## TASK STATEMENT
Among the records below, find the lines with the word "EntryTask" and copy them.

________________

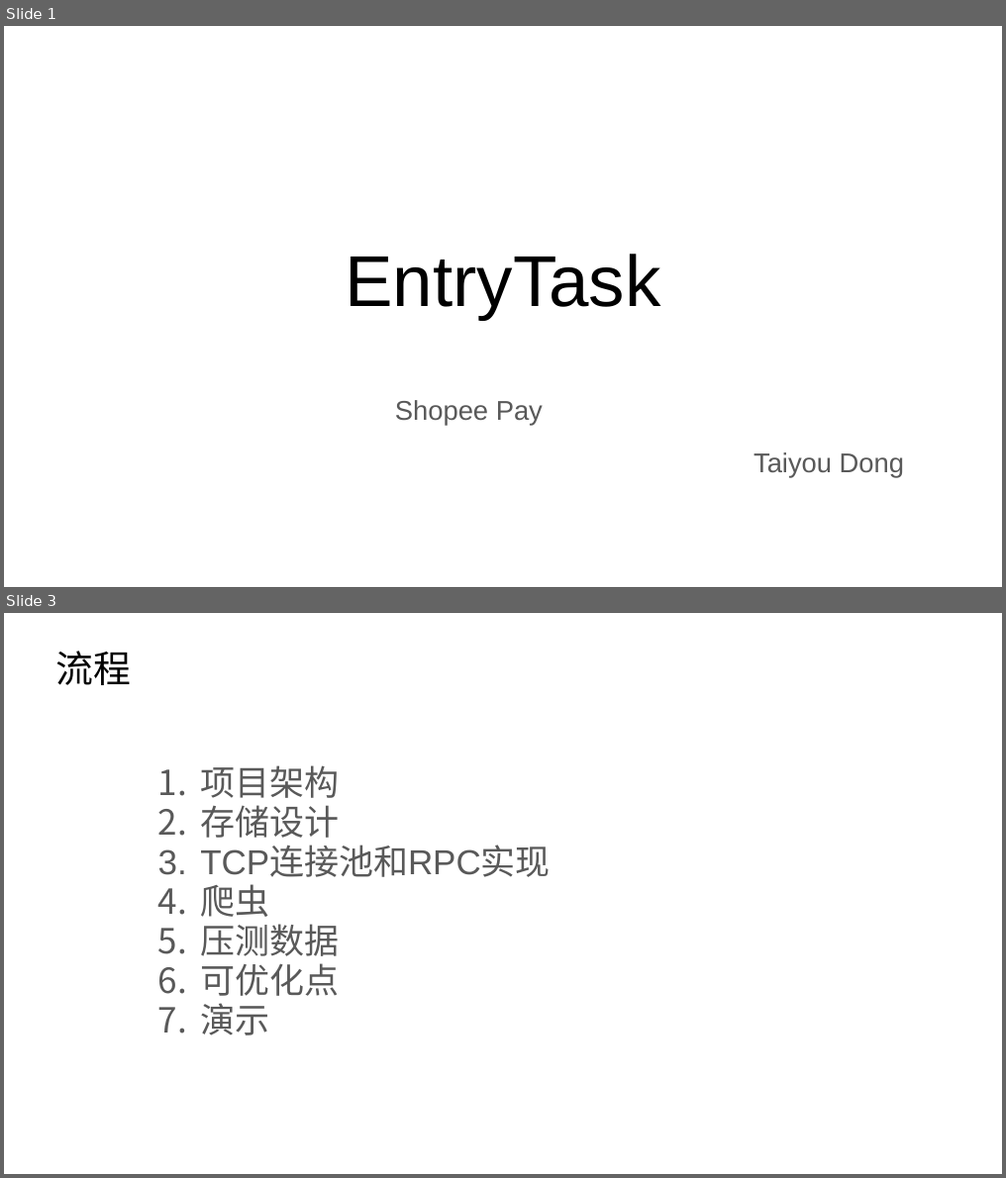
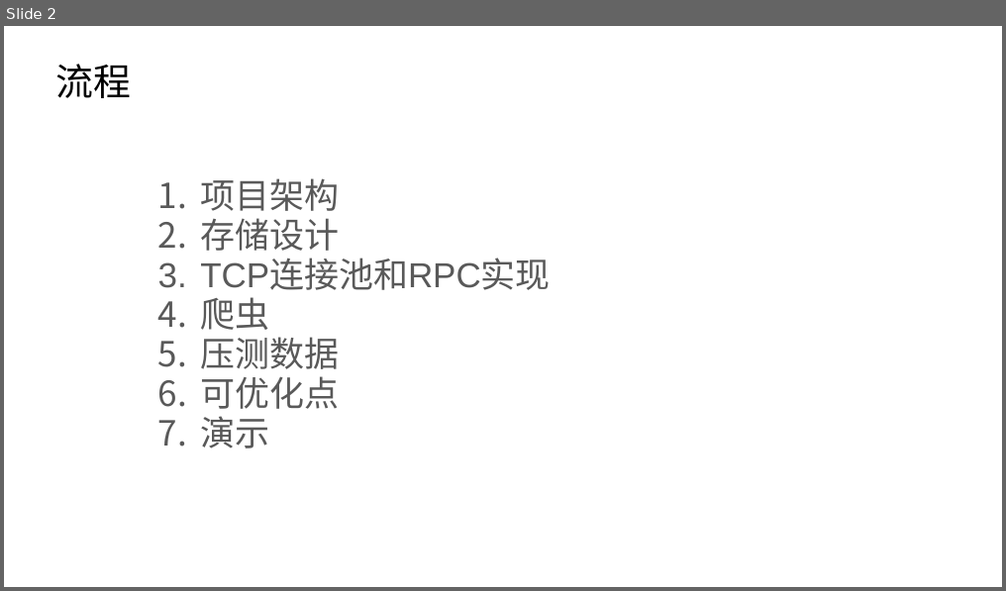
Before and after one commit to Uyouii/minimarket, a slide deck: doc/EntryTask.pptx. Shown one above the other, each under a label of ours: slides 1 and 3 before the commit, slide 2 after it; the slides between them are not shown. The pictures are 1006x1178 and 1006x591 pixels, drawn with LibreOffice and Linux fonts; fonts in the diff are those of the drawing. Boxes give left, top, right and bottom in pixels: in the first picture for what was removed or moved away, otherwise in the second. Text is boxed around its words. In the diff, an @@ line names an element or a change of style, - is before the commit and + after.

```diff
--- a/doc/EntryTask.pptx
+++ b/doc/EntryTask.pptx
@@ slide 1 removed at (4,26,1002,587), background #FFFFFF @@
@@ title removed at (345,254,660,320) @@
-EntryTask
@@ subtitle removed at (395,400,904,478) @@
-Shopee Pay
-Taiyou Dong
@@ what was slide 3 is now slide 2 @@
```
Also in this commit, not shown: 1 slide added, 2 other slides removed, 3 other files.

________________

## TASK OUTPUT
Before and after one commit to Uyouii/minimarket, a slide deck: doc/EntryTask.pptx. Shown one above the other, each under a label of ours: slides 1 and 3 before the commit, slide 2 after it; the slides between them are not shown. The pictures are 1006x1178 and 1006x591 pixels, drawn with LibreOffice and Linux fonts; fonts in the diff are those of the drawing. Boxes give left, top, right and bottom in pixels: in the first picture for what was removed or moved away, otherwise in the second. Text is boxed around its words. In the diff, an @@ line names an element or a change of style, - is before the commit and + after.
--- a/doc/EntryTask.pptx
+++ b/doc/EntryTask.pptx
-EntryTask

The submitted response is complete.